> _EXERCISE AIM_
Once the pictures are set aside, output all the records exactly.

> _Stored data entries_
○ ○ ○ ○ ○
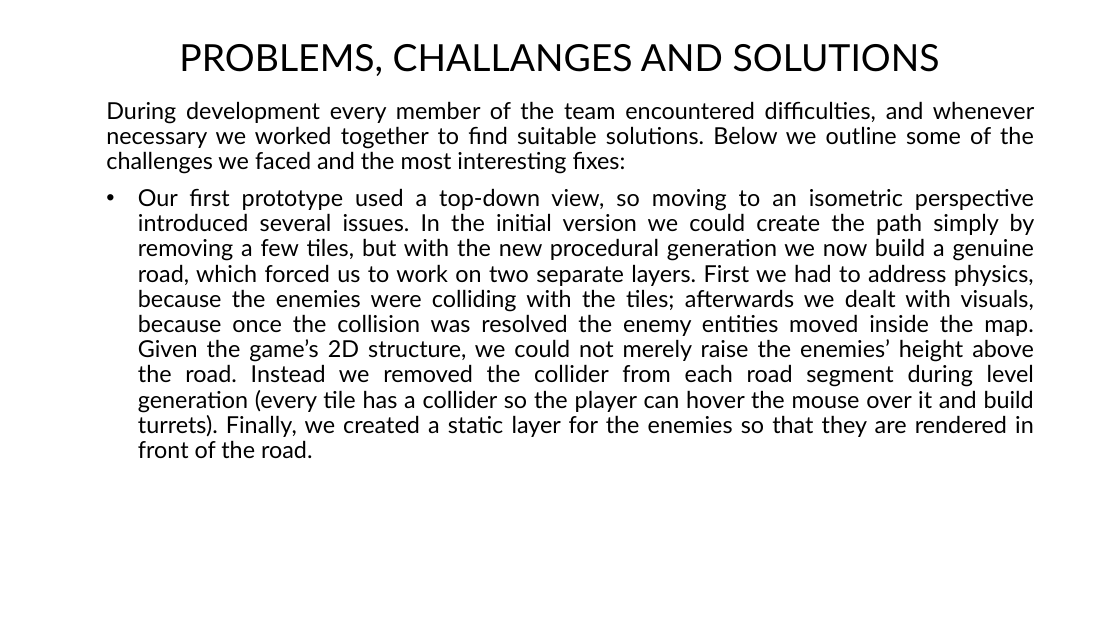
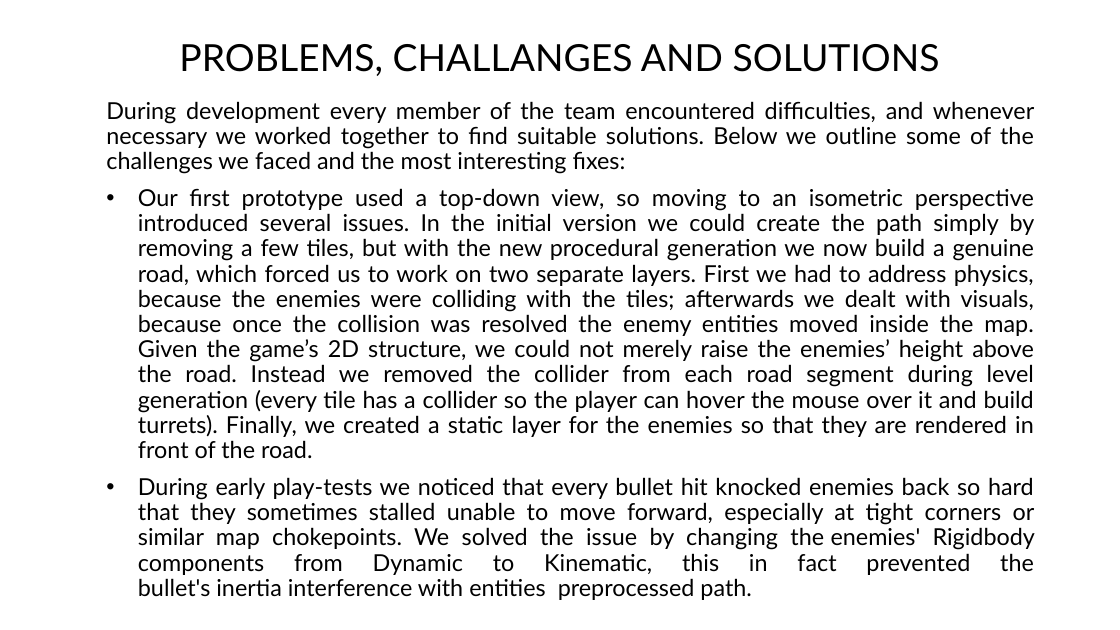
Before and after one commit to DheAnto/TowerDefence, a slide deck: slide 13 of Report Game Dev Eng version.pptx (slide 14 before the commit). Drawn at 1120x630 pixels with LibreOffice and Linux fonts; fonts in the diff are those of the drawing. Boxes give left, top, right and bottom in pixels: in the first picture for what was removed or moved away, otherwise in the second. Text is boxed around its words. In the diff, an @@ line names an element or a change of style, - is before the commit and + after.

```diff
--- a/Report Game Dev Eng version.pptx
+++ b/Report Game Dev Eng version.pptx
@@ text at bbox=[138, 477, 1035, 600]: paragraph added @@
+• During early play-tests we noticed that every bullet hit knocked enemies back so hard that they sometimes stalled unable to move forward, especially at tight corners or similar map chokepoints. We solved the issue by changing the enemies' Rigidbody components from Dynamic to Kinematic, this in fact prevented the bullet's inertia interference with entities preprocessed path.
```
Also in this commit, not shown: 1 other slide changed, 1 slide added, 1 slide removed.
○ ○ ○ ○ ○
> _SOLUTION FOR THIS TASK_
Before and after one commit to DheAnto/TowerDefence, a slide deck: slide 13 of Report Game Dev Eng version.pptx (slide 14 before the commit). Drawn at 1120x630 pixels with LibreOffice and Linux fonts; fonts in the diff are those of the drawing. Boxes give left, top, right and bottom in pixels: in the first picture for what was removed or moved away, otherwise in the second. Text is boxed around its words. In the diff, an @@ line names an element or a change of style, - is before the commit and + after.

```diff
--- a/Report Game Dev Eng version.pptx
+++ b/Report Game Dev Eng version.pptx
@@ text at bbox=[138, 477, 1035, 600]: paragraph added @@
+• During early play-tests we noticed that every bullet hit knocked enemies back so hard that they sometimes stalled unable to move forward, especially at tight corners or similar map chokepoints. We solved the issue by changing the enemies' Rigidbody components from Dynamic to Kinematic, this in fact prevented the bullet's inertia interference with entities preprocessed path.
```
Also in this commit, not shown: 1 other slide changed, 1 slide added, 1 slide removed.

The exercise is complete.